Can't believe I'm posting to a pigeon group (no insult intended), but I have been pulled into the world of pigeons as the result of a couple of birds who have taken up residence in my light well. I live in San Francisco and if you aren't familiar with the "light well" set up, it is basically a narrow, deep space that allows interior windows in multi-story buildings to get some light. For 3-4 weeks this couple has been hanging out around the light well, perching on window ledges, etc. I figured they'd be making a nest soon, and they have ...at the bottom of the light well (with an egg appearing as of yesterday). This concerns me for a couple reasons. A. because it accumulates water when it rains (which it did just a couple weeks ago) and B. it would be very difficult to fly out of. I guess B. is my biggest concern, as I can't image how a baby bird is going to get out of there. it is a space about 9' x 6' wide and about 30' deep. The adult birds do a really amazing sort of perfectly vertical assent (which I didn't even realize was possible)...but babies? I guess I'm asking in case I need to prepare myself for a bad scene of a baby pigeon injuring itself trying to get out of there.


----------



## Reti (Jul 20, 2003)

Welcome to the world of pigeons.
And thank you for your concern for the future baby.
The baby will be able to get out the same way the parents go in and out, probably. But you are right, it is not a good location, the baby could get injured.
My concern right now would be the water accumulating which can kill the egg/embryo and worse it could drown the baby after it is hatched.

Is it possible you could remove the egg? BTW, a second one will be laid today or tomorrow. You could just remove both eggs right after the second one is laid. At this point there is no embryo developing yet, so you are not killing anything. Remove the eggs and discard them. The pigeons will seek another location to make their nest, hopefully in a better location.

Reti


----------



## JGregg (Jul 28, 2003)

Yep. I know exactly what you're talking about as far as "light wells". When I lived in San Francisco (I've moved a little ways away) I had a light well in front of my apartment. And a pigeon couple moved in and raised babies in the light well (also called air shafts) in the exact same situation as you have. There where no problems with the babies,and they were lots of fun to watch.

If there is too much water then the eggs will not be able to exchange gasses (breathe) and they’ll die. If not then the pair will be successful and have chicks. But, I wouldn’t worry too much the eggs may be infertile, you just don’t know at this point. While the egg moving idea is nice it just isn't practical, that is unless you're into urban rock climbing. 

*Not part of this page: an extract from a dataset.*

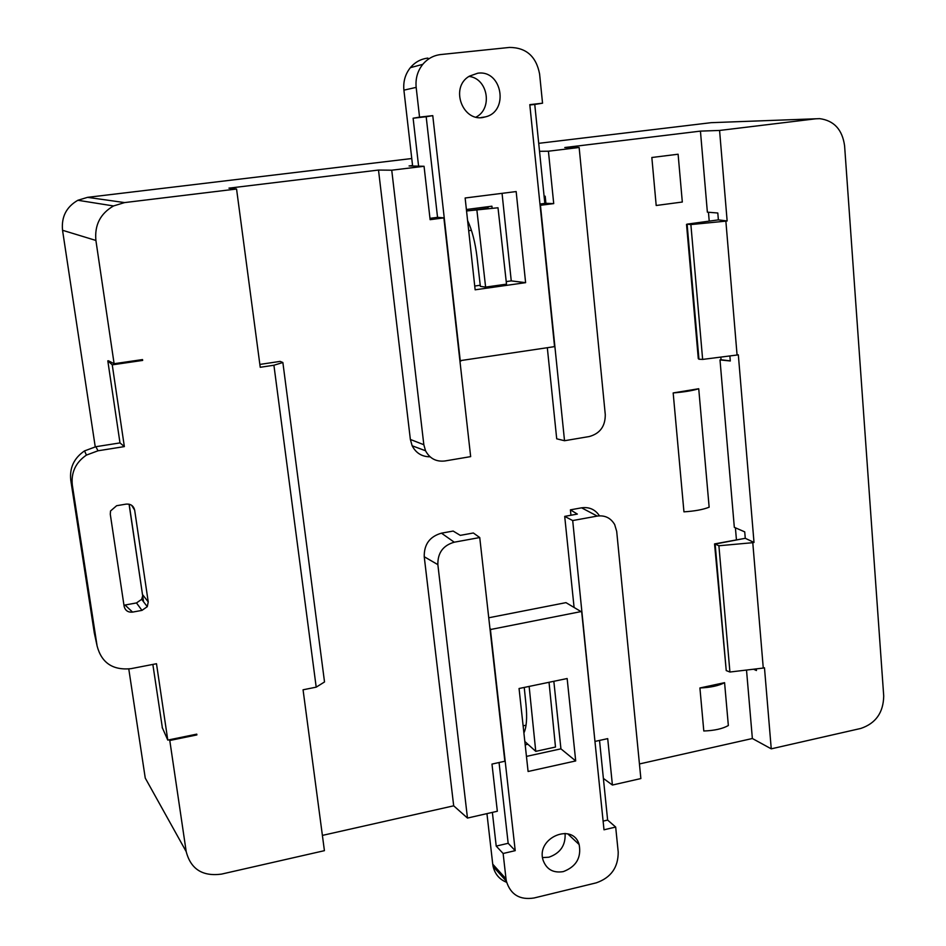 <?xml version="1.0" encoding="UTF-8"?>
<svg xmlns="http://www.w3.org/2000/svg" width="946" height="946" viewBox="0 0 946 946"><rect width="100%" height="100%" fill="white"/><g stroke="black" fill="none" stroke-linecap="round" stroke-linejoin="round"><path stroke-width="1.42" d="M525.609 282.665L516.161 191.565L465.136 197.998L475.14 289.807L525.609 282.665L511.254 280.891L502.054 193.351M459.898 360.698L553.907 346.733L554.486 345.929L529.795 104.651L542.543 103.197L539.598 74.001C536.205 56.393 526.177 47.537 509.527 47.43L440.73 54.549C433.575 55.4 427.592 58.664 422.779 64.34C417.541 70.974 415.341 78.648 416.169 87.375L419.551 117.127L432.771 115.637L426.185 116.725L437.537 217.344M460.974 360.994L460.217 360.391L432.771 115.637M477.706 73.22L469.311 76.188C449.137 87.73 463.292 123.843 485.073 116.949C509.326 111.888 502.338 69.507 477.706 73.22M474.726 286.035L480.225 285.254M506.228 281.601L511.254 280.891M427.911 58.096C420.899 58.924 415.058 62.117 410.351 67.674C405.231 74.143 403.091 81.64 403.907 90.154L412.622 166.023M476.063 117.103C493.02 108.553 487.84 78.329 468.956 76.413M544.837 203.425L534.75 104.427L529.831 104.994M418.593 166.153L413.118 118.215L426.185 116.725M467.584 220.501C472.101 230.233 475.247 242.448 477.032 257.146L480.355 286.366L485.617 287.099L506.512 284.155L497.998 207.765L466.78 210.934L497.998 207.765M542.543 103.197L534.75 104.427M419.551 117.127L413.118 118.215M466.555 211.005L487.486 208.274M485.617 287.099L476.926 210.473M519.058 688.511L528.093 771.487L575.7 760.939L567.151 678.53L519.058 688.511M493.114 866.465L506.394 881.223C510.568 894.656 519.792 900.237 534.088 897.979L596.216 882.855C610.939 877.734 618.27 867.458 618.211 852.039L615.68 827.052L603.997 829.796L581.719 612.121L581.021 611.589L491.069 629.409L490.489 630.202L515.215 850.655L503.13 853.493L506.015 878.869L492.736 864.171L493.114 866.465C494.983 874.199 499.5 879.473 506.654 882.311M506.394 881.223L506.015 878.869M563.308 871.609C576.232 866.666 581.518 857.644 579.141 844.542C572.886 822.157 536.027 837.766 543.028 860.009C546.41 869.386 553.174 873.253 563.308 871.609M526.449 756.398L560.931 748.842L553.836 681.297M492.736 864.171L486.942 813.631M581.021 611.589L565.968 602.637L488.739 617.773M542.543 857.584L548.917 857.206C560.351 853.186 565.743 845.251 565.081 833.402M492.369 812.389L496.212 846.091L508.168 843.3L499.05 762.523M515.215 850.655L508.168 843.3M491.069 629.409L489.957 628.617M599.516 740.422L607.628 820.076L603.11 821.128M503.13 853.493L496.212 846.091M615.68 827.052L607.628 820.076M560.931 748.842L575.7 760.939M549.035 682.291L555.491 747.044L535.755 751.361L524.829 741.487M524.238 687.435L526.011 704.77C527.265 717.943 526.555 727.332 523.895 732.937M529.133 686.418L535.755 751.361M108.412 360.757L114.111 363.713L95.901 240.45L62.542 230.28C61.254 216.918 66.362 206.914 77.879 200.268L87.552 197.347L411.758 158.526M87.552 197.347L124.588 202.586L236.559 189.011L260.233 367.285L273.914 365.239L282.866 362.507L280.146 361.396L259.843 364.423M162.369 727.805L152.85 664.435M424.234 556.733L437.856 564.632L467.478 818.065L497.336 811.254L491.979 764.084L504.845 761.246L479.74 537.541L473.355 532.988L460.276 535.365L453.158 531.061L441.475 533.166C429.744 536.536 423.997 544.388 424.234 556.733L453.69 805.815L322.397 835.401M599.457 515.818C595.188 509.456 589.24 506.784 581.589 507.825L570.403 509.847L570.946 515.251M746.512 670.052L752.366 738.507L639.449 763.954M736.426 539.74L735.409 527.809M720.828 357.091L721.053 359.752L720.001 359.918L734.321 527.336L744.727 531.865L745.271 538.298L754.009 542.448L738.329 354.821L737.076 355.022L725.866 221.139L727.143 220.962L719.575 130.453L815.795 118.794L711.167 122.673L538.712 143.331M709.216 221.128L708.459 212.271M539.527 151.301L548.42 151.206L579.141 147.481L564.786 147.529L700.442 131.116L707.372 212.176L717.801 213.004L718.381 219.874L727.143 220.962M430.063 456.812C421.951 456.764 415.992 453.087 412.16 445.791L410.363 439.452L378.506 170.055L228.956 188.148L236.559 189.011M703.8 730.986L699.91 687.967L724.577 682.669L728.349 725.535C722.496 728.81 714.313 730.631 703.8 730.986M651.841 157.497L656.193 205.495L682.314 202.03L678.105 154.222L651.841 157.497L678.105 154.222M683.946 511.845L673.174 392.933L698.727 388.735L709.145 507.198C703.079 509.61 694.683 511.159 683.946 511.845M527.844 744.254L525.196 744.833M492.097 208.049L491.908 206.204L466.39 209.504M143.556 601.786L129.188 504.218M142.609 594.679L148.238 601.916L147.28 606.67L141.959 610.383L132.57 612.109L125.038 605.026L136.484 602.933L141.675 599.315L142.68 595.874L129.07 504.183M754.163 669.141L756.41 670.253M745.117 538.333L714.549 543.915L726.185 669.981M756.292 668.881L756.433 670.513L753.536 669.212M721.053 359.752L730.288 360.875M729.874 355.944L730.3 360.982L720.001 359.918M570.403 509.847L577.356 514.08L564.703 516.386L572.697 520.56L594.928 741.108M544.092 196.141L545.192 196.224L545.736 203.307L553.717 203.615L540.095 205.329M545.014 196.248L544.092 196.153M196.484 734.202L196.874 734.924L169.783 740.482L186.208 851.637L145.246 778.05L128.786 669.011M95.239 446.819L62.542 230.28M698.727 388.735C692.543 390.674 684.029 392.07 673.174 392.933M282.866 362.507L324.525 681.96L316.2 687.151L303.063 689.8L324.419 850.667L221.494 874.116C202.539 876.635 190.773 869.138 186.208 851.637M162.251 727.829L162.712 728.597M169.358 739.772L169.783 740.482M141.557 359.716L142.657 360.414L142.527 359.575L114.111 363.713M142.657 360.414L112.255 364.849L107.809 360.84L119.988 442.905L95.83 446.713L98.029 450.781L86.441 455.085C75.704 462.428 70.997 472.421 72.322 485.038L97.119 646.047C101.577 662.898 112.834 670.442 130.879 668.68L156.492 663.725L167.785 740.091L196.756 734.143L196.874 734.924M112.255 364.849L124.352 446.595L98.029 450.781M316.2 687.151L273.914 365.239M124.588 202.586L113.52 205.956C100.335 213.595 94.458 225.101 95.901 240.45M132.57 612.109C128.041 612.511 125.239 610.596 124.139 606.362L110.28 514.222L110.54 510.97L116.642 505.708L126.161 504.112C130.737 503.804 133.563 505.803 134.663 510.131L131.6 505.27M148.238 601.916L134.663 510.131M815.795 118.794L819.626 118.64C834.017 120.556 842.33 129.59 844.589 145.755L883.718 695.996C883.398 712.586 875.76 723.394 860.801 728.444L771.25 748.842L764.474 667.793L763.268 668.053L752.78 542.685L754.009 542.448M714.549 543.915L715.152 544.198M729.922 672.027L726.232 670.584L715.141 544.056L718.901 545.759L729.922 672.027L763.268 668.053M752.366 738.507L771.25 748.842M752.78 542.685L718.901 545.759M603.394 778.428L612.405 785.038L640.868 778.558L616.697 531.392L614.675 524.569C610.726 517.9 604.908 515.073 597.222 516.078L572.697 520.56M467.478 818.065L453.69 805.815M715.141 544.056L745.271 538.298M687.127 224.297L686.524 224.379L698.302 358.711L698.905 358.747M686.524 224.379L687.139 224.45M702.642 359.409L698.952 359.22L687.103 224.143L690.876 224.58L702.642 359.409L737.076 355.022M725.866 221.139L690.876 224.58M687.103 224.143L718.381 219.874M700.442 131.116L719.575 130.453M410.363 439.452L423.832 444.726L391.739 170.197L378.506 170.055M391.739 170.197L424.056 166.283L409.074 165.952L412.562 165.526M564.703 516.386L574.092 607.474M612.405 785.038L607.71 738.625L595.282 741.357M479.74 537.541L454.246 542.2L441.475 533.166M437.856 564.632C437.643 552.89 443.106 545.416 454.246 542.2M429.969 218.325L437.75 217.32L443.875 217.887L470.659 456.622L444.916 460.974C436.201 461.955 429.744 458.55 425.534 450.757L412.16 445.791M443.875 217.887L430.123 219.673L424.056 166.283M545.736 203.307L539.965 204.052M547.32 347.738L556.709 438.814L564.526 440.73L540.45 205.341M487.959 206.713L488.124 208.238M423.832 444.726L425.534 450.757M579.141 147.481L605.274 414.596C605.334 426.256 600 433.564 589.287 436.532L564.526 440.73M548.42 151.206L553.717 203.615M545.192 196.224L545.901 203.284M724.577 682.669C718.688 685.779 710.458 687.541 699.91 687.967M72.322 485.038L70.761 480.119L94.293 632.909L97.119 646.047M70.761 480.119C69.46 467.809 74.048 458.077 84.513 450.911L95.83 446.713M124.352 446.595L119.988 442.905M167.785 740.091L162.192 727.427M403.907 90.154L416.169 87.375M526.059 725.204L523.126 725.83M471.415 230.292L468.696 230.647M523.729 731.447L524.628 731.258M581.589 507.825L597.222 516.078M141.959 610.383L136.484 602.933M410.351 67.674L422.779 64.34M485.073 116.949L481.112 117.541M579.141 844.542L567.742 833.84M815.913 118.782L714.656 122.542M77.903 200.28L113.555 205.956M84.501 450.875L86.417 455.038M147.292 606.682L141.687 599.326"/></g></svg>

Anyways, the pigeons have a better grasp of what a good nesting site is than the rest of us!

I’d worry about an injured baby if and when the time comes.

Thank you for being concerned for the welfare of the pigeons which share the city with you.


----------



## feralpigeon (Feb 14, 2005)

Of course, one problem could be, that they may continue to use that spot. If so, eventually, they'll collide w/our rainy season. If you enjoy their presence, you could maybe put something appealing to nest with in the shaft or on your sill, and if you don't, remove the eggs and ask the owner to net off the top of 
the shaft.

Good Luck

fp


----------



## JGregg (Jul 28, 2003)

The air shaft sounds like it has sufficent space, it's got the same size as the one I used to live around.

Please, please do not involve the owner of the building or the manager in the doings of your local pigeons unless you are sure they will not resort to lethal means (like poisoning). Even if they just "evict" the pigeons any babies that they find will end up with rung necks (if they're lucky) or tossed in the trash can. They'll be looking for any pigeons in the building, not just "yours".

One of my pigeons was "evicted" from his nest for a cleaning project of the owners association for the condo my family used to live in but was lucky enough to land a home with me.

Yes, they really do throw the baby pigeons in trash cans. Several members here have babies they found in trash cans.


----------



## feralpigeon (Feb 14, 2005)

Let me clean up my post here. I wasn't thinking of you moving the current nest, but rather, putting an additional spot that might attract them in the future to a higher location in the lightwell. If you prefer the birds not to nest at
all, and you remove the eggs, not waiting for them to develop and/or hatch, you might consider having the landlord net the lightwell. If you know the person who does the building maintenance and they have a humane approach
to all urban dwellers, this may be fine. If the owner just contracts things out
to whomever, you might consider purchasing the netting and installing yourself after:
1. The eggs are removed
2. The babies are grown and able to fly out on their own.
3. There are no pigeons currently in the shaft, adults or otherwise.

If they are nesting directily on floor of lightwell, I would be concerned about rodents also occupying the space esp. rats. Rats will chew away @ concrete
foundations and bore through. We had an unbelievable problem w/this @ one
of our buildings. Anyway, JGregg is correct in her concerns about how the 
owner's response would effect the pigeons and you will have to be the judge
of that.

fp


----------



## minimonkey (Apr 7, 2005)

I never, ever thought I would be posting to a pigeon group, either! But, here I am, posting away, pics and all. I'm in the midst of a very ugly battle with our building owner, who is hell-bent on destroying our lovely flock of ferals outside. As a result, I've taken in two lovely squabs who are resting in a temporary nest of my coffee table (I'm in Oakland, used to be a SFer) It is so interesting to watch the nesting and growing process! We lost the first nest outside our window to rain  but the second one hatched two lovely babies -- I rallied for them when they weren't hatched yet -- and now the manager is all set to destroy everything. Hence, my savelings. I'd suggest, given my experience, that you not alert your landlord unless he or she is a very humane person.

Thanks for caring for your neighbor birds! I'll hope the rain holds off, and you get to see them grow and prosper.


----------



## feralpigeon (Feb 14, 2005)

I was just concerned as I have removed one dead and one injured from lightwell
since January of this year.

fp


----------